今回は相当、兵士達の体調管理を徹底しているようだな。」
「はい、報告書には救護所と書いてありましたね。」
アズパール王の言葉にオルコットが頷く。
「うむ。
それとタケオが考案したトレンチコートも使っている兵士がいるだろうな。」
「そうですね。
複合的に動いていて、結果が良いという事でしょう。
最終的な報告を待って、王都で検討をし、騎士団や兵士達に取り込ませましょう。」
オルコットが言う。
「軍務局長、これほど動かないという事は何かあるのでしょうか?」
外交局長が聞いてくる。
「わかりません。
散発的な小競り合い自体はあります。
なので、全く何も動いていないという訳でもないようです。
少なくともある程度の緊張感は最低限維持出来ているはずです。」
「戦闘の専門ではありませんが・・・例えば、相手の戦意を維持させるために小競り合いを仕掛けるような事はせず、数日間全く何もしないで相手を油断させ、いきなり多数のオーガの1点突入とかの方が効果があるのではないですか?」
外交局長が言う。
「効果は絶大でしょう。
ですが・・・それと同時に数日間全く何もしないと言う事は我が国から何か大規模な戦闘を仕掛けるかもしれません。
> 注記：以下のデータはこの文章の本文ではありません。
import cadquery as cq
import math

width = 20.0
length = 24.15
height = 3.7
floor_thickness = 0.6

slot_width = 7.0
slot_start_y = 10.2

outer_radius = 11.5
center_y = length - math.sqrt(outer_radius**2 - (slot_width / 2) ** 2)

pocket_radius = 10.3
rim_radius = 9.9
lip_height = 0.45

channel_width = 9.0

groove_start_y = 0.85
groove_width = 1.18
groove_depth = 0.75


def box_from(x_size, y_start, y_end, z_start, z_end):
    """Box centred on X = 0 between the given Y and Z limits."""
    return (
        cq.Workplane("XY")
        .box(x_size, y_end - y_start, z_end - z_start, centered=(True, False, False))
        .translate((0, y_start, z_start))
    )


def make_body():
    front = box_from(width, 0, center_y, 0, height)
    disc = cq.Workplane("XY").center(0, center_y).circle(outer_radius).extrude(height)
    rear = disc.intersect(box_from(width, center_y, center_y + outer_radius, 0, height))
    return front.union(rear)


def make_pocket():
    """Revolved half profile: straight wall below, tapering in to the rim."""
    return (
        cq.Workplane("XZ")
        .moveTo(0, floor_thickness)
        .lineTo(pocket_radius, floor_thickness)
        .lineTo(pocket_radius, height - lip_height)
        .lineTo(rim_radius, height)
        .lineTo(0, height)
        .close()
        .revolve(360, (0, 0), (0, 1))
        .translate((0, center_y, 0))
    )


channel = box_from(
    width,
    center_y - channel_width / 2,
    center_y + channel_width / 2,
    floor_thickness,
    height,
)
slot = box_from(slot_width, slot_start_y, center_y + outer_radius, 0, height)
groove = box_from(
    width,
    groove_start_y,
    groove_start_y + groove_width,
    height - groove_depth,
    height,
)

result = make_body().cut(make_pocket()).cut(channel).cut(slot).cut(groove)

仕掛けられるのを嫌うのであれば定期的に小競り合いを起こし、大規模な攻撃の準備をさせないようにしている・・・とも考えられます。」
軍務局長が言う。
「なるほど。
・・・戦場の事は難しいですね。」
「他国の情勢を調べたり、接触している外交局の方が難しいと思いますがね。」
「ま、それは専門家ですから。
お互いに考え抜くしかないですね。」
「ええ。
今は伯爵方やキタミザト殿が警戒を解いていませんから、安心して報告を見ていられます。」
外交局長と軍務局長が話し合うのだった。